Hardwired Lighting System Using Cat5

Can more than one ALC dimmer be placed in a circuit to control a single light? If so, how is that connected? Does the ALC dimmer switch need 120V to “think"? In other words, how is the smarts powered? I would think the controller would have to be running for this.

Thanks.
If I understand this question right, then the answer is NO. Never parallel two dimmers of any brand to the same load. Should a higher wattage be needed this is not the way to do it. Instead, use a higher rated dimmer and if this is not pratical, use a relay switch (that don't dim)

First it would "DOUBLE FEED" the load and poses a shock hazard. Then should one of the 2 dimmers fail, the other would fail shortly therafter due to being overloaded.

Hope this was what you asked

Also note that ALC relays come in a true relay (15 amps) and a non-dimmer version (600 and 900 watt models available). the non dimmer is still a dimmer inside that has been factory set to go instant on and not dim. It is also silent (relays make a slight click).

The non-dimmer relay description is true of most brands and not just OnQ.

God Bless
TS
 
jdog, yup and its great because the auxillary (dumb) switches are CHEAP and require ZERO programming - no code, no dip switches, no command lines, NOTTA!

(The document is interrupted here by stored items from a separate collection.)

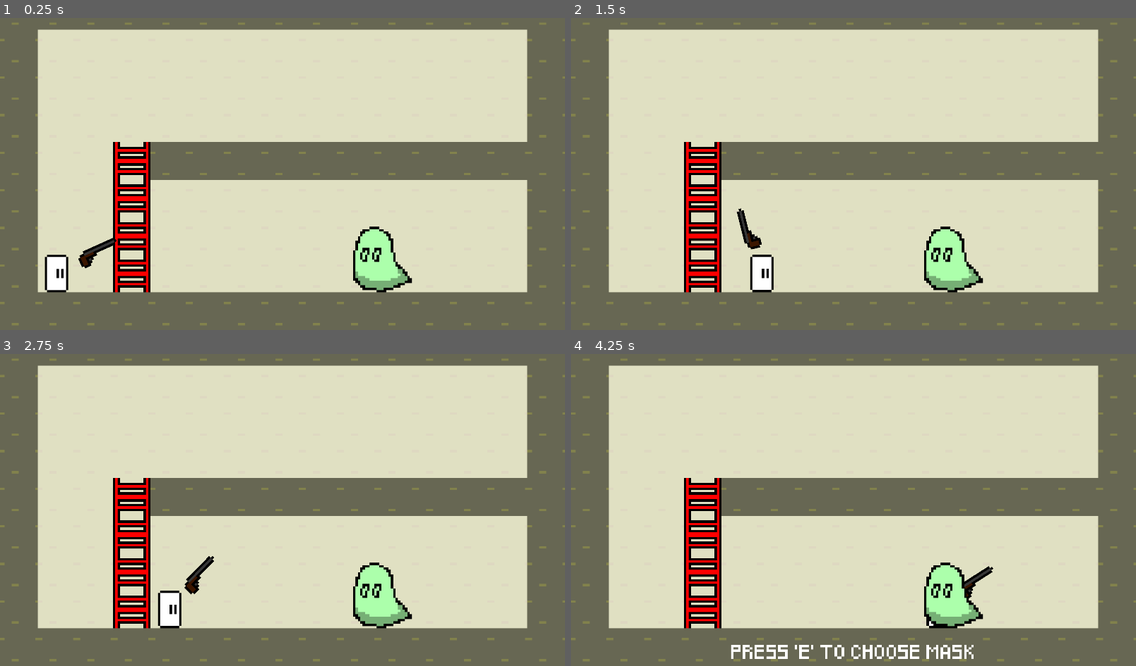
Above: before the commit, frames 1-4 (two rows, left to right).
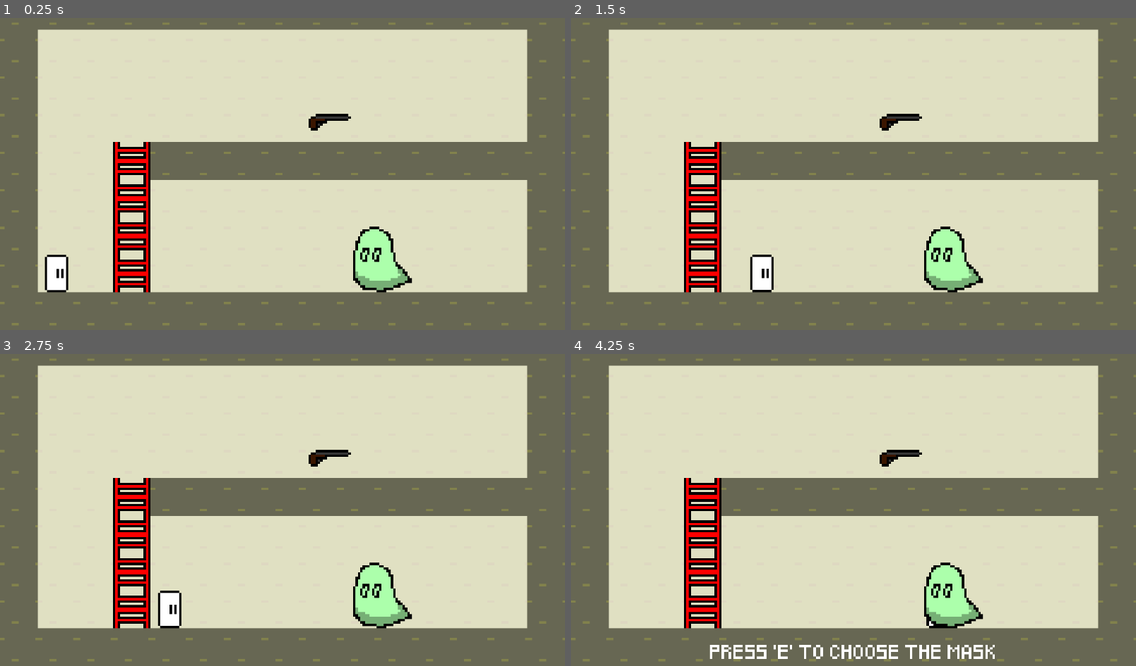
Above: after the commit, the same moments.

Repository: heitortetznerpereira/GGJ2026
Game: Godot game, scene res://main.tscn
Same seed, same stepped clock (60 frames per second), same inputs: the game is played once before the commit and once after it. The engine's default icon, where the game draws it, is replaced by a stand-in: a white triangle on a blue panel in a dark square.
Inputs (mouse positions are in pixels of both pictures, inside the frame that each line leads up to):
- Up to frame 1 (0.25 s): no input
- Up to frame 2 (1.5 s): tap Enter at 0.5 s; move the mouse to (977, 155) at 0.52 s; hold D (move_right) from 0.53 s (still down); click (977, 155) at 0.6 s; tap W (move_up) at 0.77 s; tap Space (interact) at 0.8, 1.35 s; move the mouse to (740, 186) at 1.27 s
- Up to frame 3 (2.75 s): tap W (move_up) at 1.52 s; click (169, 522) at 1.55 s; move the mouse to (339, 438) at 2.02 s; release D (move_right) at 2.03 s; hold Left (move_left) from 2.03 s (still down); click (339, 438) at 2.1 s; tap Space (interact) at 2.3 s
- Up to frame 4 (4.25 s): move the mouse to (825, 572) at 2.77 s; release Left (move_left) at 2.78 s; hold D (move_right) from 2.78 s (still down); tap Space (interact) at 2.85, 3.8 s; tap W (move_up) at 3.02, 3.77 s; click (825, 572) at 3.05 s; move the mouse to (1023, 553) at 3.52 s; click (1023, 553) at 3.6 s

The runs differ from the first frame. In frame 1, 0.5% of the frame differs, in the area x 13-63%, y 30-81%; in frame 2, 0.5%; in frame 3, 0.5%; in frame 4, 1.6%, in the area x 24-75%, y 30-98%.

Commit message:
armas

Diff:
--- a/maps/building/building.tscn
+++ b/maps/building/building.tscn
@@ -8,6 +8,7 @@
 [ext_resource type="TileSet" uid="uid://bqkvafq38vn6w" path="res://maps/logic_tile.tres" id="4_dfo5w"]
 [ext_resource type="PackedScene" uid="uid://bu17uw1f2baw8" path="res://monsters/phantom/phantom.tscn" id="6_f1shy"]
 [ext_resource type="Script" uid="uid://0k4m2jvpriua" path="res://monsters/re_monster/re_manager.gd" id="8_onapj"]
+[ext_resource type="PackedScene" uid="uid://b3to25tjblx6v" path="res://weapons/shotgun.tscn" id="9_yl56a"]
 
 [sub_resource type="TileSetAtlasSource" id="TileSetAtlasSource_bju83"]
 texture = ExtResource("2_cplqv")
@@ -50,3 +51,6 @@
 phantom = NodePath("../Phantom")
 monster_scene = ExtResource("2_bnirl")
 metadata/_custom_type_script = "uid://0k4m2jvpriua"
+
+[node name="Shotgun" parent="." unique_id=1997454010 instance=ExtResource("9_yl56a")]
+position = Vector2(136, -104)
--- a/monsters/phantom/phantom.gd
+++ b/monsters/phantom/phantom.gd
@@ -2,30 +2,15 @@
 extends Area2D
 
 
-var player : Player
-var over_p := false
-
-
-func _ready() -> void:
-	player = Global.player
-
-
-func start_re():
-	pass
+@export var inter_area : InterArea
 
 
 func _process(delta: float) -> void:
-	if overlaps_body(player):
-		player.show_inter("PRESS 'E' TO CHOOSE MASK")
-		over_p = true
-		if Input.is_action_just_pressed("interact"):
-			player.mask_opt()
-	else:
-		if over_p:
-			over_p = false
-			player.hide_inter()
+	if Input.is_action_just_pressed(
+		"interact"
+	) and inter_area.player_on:
+		Global.player.mask_opt()
 
 
 func destroy():
-	player.hide_inter()
 	queue_free()
--- a/monsters/phantom/phantom.tscn
+++ b/monsters/phantom/phantom.tscn
@@ -1,22 +1,31 @@
 [gd_scene format=3 uid="uid://bu17uw1f2baw8"]
 
 [ext_resource type="Script" uid="uid://wpabcmy42e6d" path="res://monsters/phantom/phantom.gd" id="1_xr567"]
-[ext_resource type="Texture2D" uid="uid://bbi0ttgjwjjjj" path="res://assets/sprites/ghosts.png" id="2_fibky"]
+[ext_resource type="Texture2D" uid="uid://ddelfaws5g5j4" path="res://fantasma.png" id="2_ykdrl"]
+[ext_resource type="Script" uid="uid://icjf04lt7x84" path="res://util/inter_area.gd" id="3_fibky"]
 
 [sub_resource type="RectangleShape2D" id="RectangleShape2D_ykdrl"]
 size = Vector2(32, 32)
 
-[node name="Phantom" type="Area2D" unique_id=1524485945]
+[node name="Phantom" type="Area2D" unique_id=1524485945 node_paths=PackedStringArray("inter_area")]
 collision_layer = 0
 collision_mask = 4
 script = ExtResource("1_xr567")
+inter_area = NodePath("InterArea")
 
 [node name="Sprite2D" type="Sprite2D" parent="." unique_id=220380501]
 modulate = Color(0.6745098, 1, 0.67058825, 1)
 position = Vector2(0, -16)
-texture = ExtResource("2_fibky")
-vframes = 4
+scale = Vector2(0.5, 0.5)
+texture = ExtResource("2_ykdrl")
 
-[node name="CollisionShape2D" type="CollisionShape2D" parent="." unique_id=1195872896]
+[node name="InterArea" type="Area2D" parent="." unique_id=2108525381]
+collision_layer = 0
+collision_mask = 4
+script = ExtResource("3_fibky")
+text = "PRESS 'E' TO CHOOSE THE MASK"
+metadata/_custom_type_script = "uid://icjf04lt7x84"
+
+[node name="CollisionShape2D" type="CollisionShape2D" parent="InterArea" unique_id=1097564014]
 position = Vector2(0, -16)
 shape = SubResource("RectangleShape2D_ykdrl")
--- a/monsters/re_monster/re_manager.gd
+++ b/monsters/re_monster/re_manager.gd
@@ -14,5 +14,7 @@
 	phantom.destroy()
 	monster = monster_scene.instantiate()
 	monster.global_position = phantom.global_position
+	monster.speed = speed
+	monster.health = health
 	await get_tree().create_timer(delay).timeout
 	add_child(monster)
--- a/monsters/re_monster/re_monster.gd
+++ b/monsters/re_monster/re_monster.gd
@@ -2,11 +2,10 @@
 extends Area2D
 
 
-const BASE_SPEED : float = 40
-
+var speed : float = 40
 var velocity : Vector2
 var player : Player
-
+var health : float = 1
 
 func _ready() -> void:
 	player = Global.player
@@ -15,10 +14,16 @@
 func _physics_process(delta: float) -> void:
 	var dir := (player.global_position - global_position
 	).normalized()
-	velocity = dir * BASE_SPEED
+	velocity = dir * speed
 	global_position += velocity * delta
 
 
 func _on_body_entered(body: Node2D) -> void:
 	if body is Player:
 		Global.map.game_over()
+
+
+func take_damage(dam : float):
+	health -= dam
+	if health <= 0:
+		queue_free()
--- a/monsters/re_monster/re_monster.tscn
+++ b/monsters/re_monster/re_monster.tscn
@@ -1,21 +1,19 @@
 [gd_scene format=3 uid="uid://prs83wb4vj4p"]
 
-[ext_resource type="Texture2D" uid="uid://d3v8eynat77lb" path="res://icon.svg" id="1_g6put"]
 [ext_resource type="Script" uid="uid://dkrdm2lge00jv" path="res://monsters/re_monster/re_monster.gd" id="1_py71m"]
+[ext_resource type="Texture2D" uid="uid://2egvfh2wiu2j" path="res://monstroVermelho.png" id="2_py71m"]
 
 [sub_resource type="RectangleShape2D" id="RectangleShape2D_py71m"]
 size = Vector2(32, 32)
 
 [node name="REMonster" type="Area2D" unique_id=161077751]
-collision_layer = 0
-collision_mask = 4
+collision_layer = 16
+collision_mask = 0
 script = ExtResource("1_py71m")
 
 [node name="Sprite2D" type="Sprite2D" parent="." unique_id=1311285311]
-modulate = Color(1, 0, 0, 1)
 position = Vector2(0, -16)
-scale = Vector2(0.25, 0.25)
-texture = ExtResource("1_g6put")
+texture = ExtResource("2_py71m")
 
 [node name="CollisionShape2D" type="CollisionShape2D" parent="." unique_id=750511185]
 position = Vector2(0, -16)
--- a/player/player.gd
+++ b/player/player.gd
@@ -8,9 +8,11 @@
 @export var stairs_area : Area2D
 @export var hud : HUD
 @export var weapon_pivot : Marker2D
+@export var weapon_holder : Marker2D
 
 var speed := BASE_SPEED
 var mouse_pos : Vector2
+var weapon : Weapon
 
 
 func _ready() -> void:
@@ -21,6 +23,11 @@
 	move(delta)
 	mouse_pos = get_global_mouse_position()
 	weapon_pivot.look_at(mouse_pos)
+	if weapon:
+		weapon.global_transform = weapon_holder.global_transform
+	if Input.is_action_just_pressed("attack"):
+		if weapon:
+			weapon.atk()
 
 
 
@@ -48,6 +55,7 @@
 
 func mask_opt():
 	speed = 0
+	hide_inter()
 	hud.masks.show()
 
 
@@ -64,3 +72,7 @@
 func hide_inter():
 	#hud.inter_lbl.hide()
 	hud.inter_lbl.text = ""
+
+
+func equip_weapon(new_weapon : Weapon):
+	weapon = new_weapon
--- a/player/player.tscn
+++ b/player/player.tscn
@@ -3,20 +3,20 @@
 [ext_resource type="Script" uid="uid://biwlcv6bb6x8g" path="res://player/player.gd" id="1_rkbax"]
 [ext_resource type="Texture2D" uid="uid://fcvs0ghy7a3u" path="res://player/spr_player.png" id="2_g1dw6"]
 [ext_resource type="Script" uid="uid://dlp5mhes7osav" path="res://player/hud.gd" id="3_g1dw6"]
-[ext_resource type="PackedScene" uid="uid://b3to25tjblx6v" path="res://weapons/shotgun.tscn" id="4_yw30f"]
 
 [sub_resource type="RectangleShape2D" id="RectangleShape2D_rkbax"]
 size = Vector2(8, 16)
 
 [sub_resource type="RectangleShape2D" id="RectangleShape2D_g1dw6"]
 
-[node name="Player" type="CharacterBody2D" unique_id=910214005 node_paths=PackedStringArray("main_cam", "stairs_area", "hud", "weapon_pivot")]
+[node name="Player" type="CharacterBody2D" unique_id=910214005 node_paths=PackedStringArray("main_cam", "stairs_area", "hud", "weapon_pivot", "weapon_holder")]
 collision_layer = 4
 script = ExtResource("1_rkbax")
 main_cam = NodePath("MainCam")
 stairs_area = NodePath("StairsArea")
 hud = NodePath("CanvasLayer/HUD")
 weapon_pivot = NodePath("WeaponPivot")
+weapon_holder = NodePath("WeaponPivot/WeaponHolder")
 
 [node name="Sprite2D" type="Sprite2D" parent="." unique_id=802551471]
 position = Vector2(0, -8)
@@ -43,8 +43,6 @@
 
 [node name="WeaponHolder" type="Marker2D" parent="WeaponPivot" unique_id=1600788270]
 position = Vector2(16, 0)
-
-[node name="Shotgun" parent="WeaponPivot/WeaponHolder" unique_id=1997454010 instance=ExtResource("4_yw30f")]
 
 [node name="CanvasLayer" type="CanvasLayer" parent="." unique_id=1858821593]
 
--- a/project.godot
+++ b/project.godot
@@ -106,6 +106,7 @@
 2d_physics/layer_2="stairs"
 2d_physics/layer_3="player"
 2d_physics/layer_4="weapon"
+2d_physics/layer_5="enemy"
 
 [physics]
 
--- a/util/inter_area.gd
+++ b/util/inter_area.gd
@@ -1,34 +1,23 @@
 class_name InterArea
 extends Area2D
 
-@export var label : Label
-@export var n_body : Node
 
-var player : Player
-
+@export_multiline("TEXT HERE") var text : String
+var player_on := false
 
 
 func _ready() -> void:
-	label.hide()
 	body_entered.connect(on_body_entered)
 	body_exited.connect(on_body_exited)
 
 
 func on_body_entered(body : Node2D):
 	if body is Player:
-		player = body
-		player.inter_area = self
-		label.show()
+		body.show_inter(text)
+		player_on = true
 
 
 func on_body_exited(body : Node2D):
 	if body is Player:
-		player = null
-		await get_tree().physics_frame
-		Global.player.inter_area = null
-		label.hide()
-
-
-func _physics_process(delta: float) -> void:
-	if player and Input.is_action_just_pressed("interact"):
-		n_body.on_interact()
+		body.hide_inter()
+		player_on = false
--- /dev/null
+++ b/util/inter_area.tscn
@@ -0,0 +1,9 @@
+[gd_scene format=3 uid="uid://set3xnimmnl3"]
+
+[ext_resource type="Script" uid="uid://icjf04lt7x84" path="res://util/inter_area.gd" id="1_w7g30"]
+
+[node name="InterArea" type="Area2D" unique_id=1387767846]
+collision_layer = 0
+collision_mask = 4
+script = ExtResource("1_w7g30")
+metadata/_custom_type_script = "uid://icjf04lt7x84"
--- a/weapons/shotgun.gd
+++ b/weapons/shotgun.gd
@@ -1,2 +1,14 @@
 class_name Shotgun
 extends Weapon
+
+
+const DAMAGE : float = 5
+
+@export var ray : RayCast2D
+
+
+func atk():
+	if ray.is_colliding():
+		var col := ray.get_collider()
+		if col is REMonster:
+			col.take_damage(DAMAGE)
--- a/weapons/shotgun.tscn
+++ b/weapons/shotgun.tscn
@@ -1,13 +1,37 @@
 [gd_scene format=3 uid="uid://b3to25tjblx6v"]
 
-[ext_resource type="Script" uid="uid://d1vink7tegw6x" path="res://weapons/weapon.gd" id="1_kwm0t"]
+[ext_resource type="Script" uid="uid://cy0b18mxycqy8" path="res://weapons/shotgun.gd" id="1_64lnt"]
 [ext_resource type="Texture2D" uid="uid://fsbn0ll5de5b" path="res://escopeta.png" id="2_64lnt"]
+[ext_resource type="PackedScene" uid="uid://set3xnimmnl3" path="res://util/inter_area.tscn" id="3_byptj"]
 
-[node name="Shotgun" type="CharacterBody2D" unique_id=1997454010]
-script = ExtResource("1_kwm0t")
+[sub_resource type="RectangleShape2D" id="RectangleShape2D_64lnt"]
+size = Vector2(16, 16)
+
+[sub_resource type="RectangleShape2D" id="RectangleShape2D_ajl80"]
+
+[node name="Shotgun" type="CharacterBody2D" unique_id=1997454010 node_paths=PackedStringArray("ray", "inter_area")]
+collision_layer = 8
+script = ExtResource("1_64lnt")
+ray = NodePath("RayCast2D")
+inter_area = NodePath("InterArea")
 metadata/_custom_type_script = "uid://d1vink7tegw6x"
 
 [node name="Sprite2D" type="Sprite2D" parent="." unique_id=1040789856]
 texture = ExtResource("2_64lnt")
 offset = Vector2(0, -4)
 flip_h = true
+
+[node name="RayCast2D" type="RayCast2D" parent="." unique_id=2036834798]
+target_position = Vector2(64, 0)
+collision_mask = 16
+collide_with_areas = true
+collide_with_bodies = false
+
+[node name="CollisionShape2D" type="CollisionShape2D" parent="." unique_id=1183617856]
+shape = SubResource("RectangleShape2D_64lnt")
+
+[node name="InterArea" parent="." unique_id=1387767846 instance=ExtResource("3_byptj")]
+text = "PRESS 'E' TO PICK THE SHOTGUN"
+
+[node name="CollisionShape2D" type="CollisionShape2D" parent="InterArea" unique_id=1452504007]
+shape = SubResource("RectangleShape2D_ajl80")
--- a/weapons/weapon.gd
+++ b/weapons/weapon.gd
@@ -1,21 +1,33 @@
+@abstract
 class_name Weapon
 extends CharacterBody2D
 
 
-var picked := true
+@export var inter_area : InterArea
+var picked := false
 
 
 func pick():
 	picked = true
 	collision_layer = 0
+	inter_area.monitoring = false
 
 
 func drop():
 	picked = false
 	collision_layer = 8
+	inter_area.monitoring = true
 
 
 func _process(delta: float) -> void:
 	if not picked and not is_on_floor():
 		velocity.y += Global.gravity * delta
 		move_and_slide()
+	if Input.is_action_just_pressed(
+		"interact"
+	) and inter_area.player_on:
+		Global.player.equip_weapon(self)
+		pick()
+
+
+@abstract func atk()
Not shown, added: fantasma.png.import
Not shown, added: monstroAmarelo.png.import
Not shown, added: monstroAzul.png.import
Not shown, added: monstroVermelho.png.import

"CONNECTS DIRECTLY TO ALC RELAY and Dimmer switches as a slave to provide multi-way local on/off and dimming control. Does not connect directly to the 120VAC load or system controller." From on-q's website, aux switches.

THey just are an extension of whatever you hook them too, if hooked to a dimmer, they dim. if hooked to a relay switch (just and off on switch) they just turn off and on.

EDIT: ANother super duper thing about on-q alc is if the panel goes out or loses power or your programmed gets botched, guess what? you alc dimmers AND the auxillary switches STILL work!!! cant say the same about all other HA lighting solutions. if you got HV power still in house, your alc dimmers and switches will still work!! (your programming switches wont work if your panel goes down, but so what)

RANGER YOU ARE VERY WISE!

When using the ALC scene switches, they can continue to work without a controller if you programmed their scenes locally and not via rules or programming code in the controllers. The best of both worlds is to use the "Scene Learning" of each switch and to add some rulle/code as well.

TS
 
This is one of the biggest reasons that I like the ALC, and have decided to purchase the system (just placed my order with setnet last week). Here is why I went with ALC, and not another hard-wire solution or with a powerline solution. Note: some systems will do some of this, but none that I looked at did all of it (iLine was close, but it was a tad more expensive).
  • Switches can be used as normal switches, even if the controller is not functioning (this way, I can get the switches in for Mr. Inspector, without having to have everything programmed yet) :)
  • Parts are readily available via the Internet or local dealers (this is one where iLine did not fare so well)
  • Reliability of a hard-wired system
  • Do not have to home-run HV wiring to a centralized location
  • Cost was competitive with powerline solutions
  • Can be integrated with an Elk system
  • Can easily be removed and replaced with standard switches (in case future homeowner wants that)
  • Not complicated to install

Fantastic Sacedog, good luck with your new system. I'm very tempted by ALC, but I have a wife issue which disqualifies it. A single on click on ALC (like most of these systems) invokes the last preset-dim level. This is usually 10% because the last person to use the switch held it to that level before turning it off. I hate this feature, but it can be mitigated by the presence of light level LEDs on the switch. Unfortunately ALC doesn't have dimmers with light level LEDS on them, and even if they did, the AUX switches don't have the LEDS (and can't based on the three wire protocol).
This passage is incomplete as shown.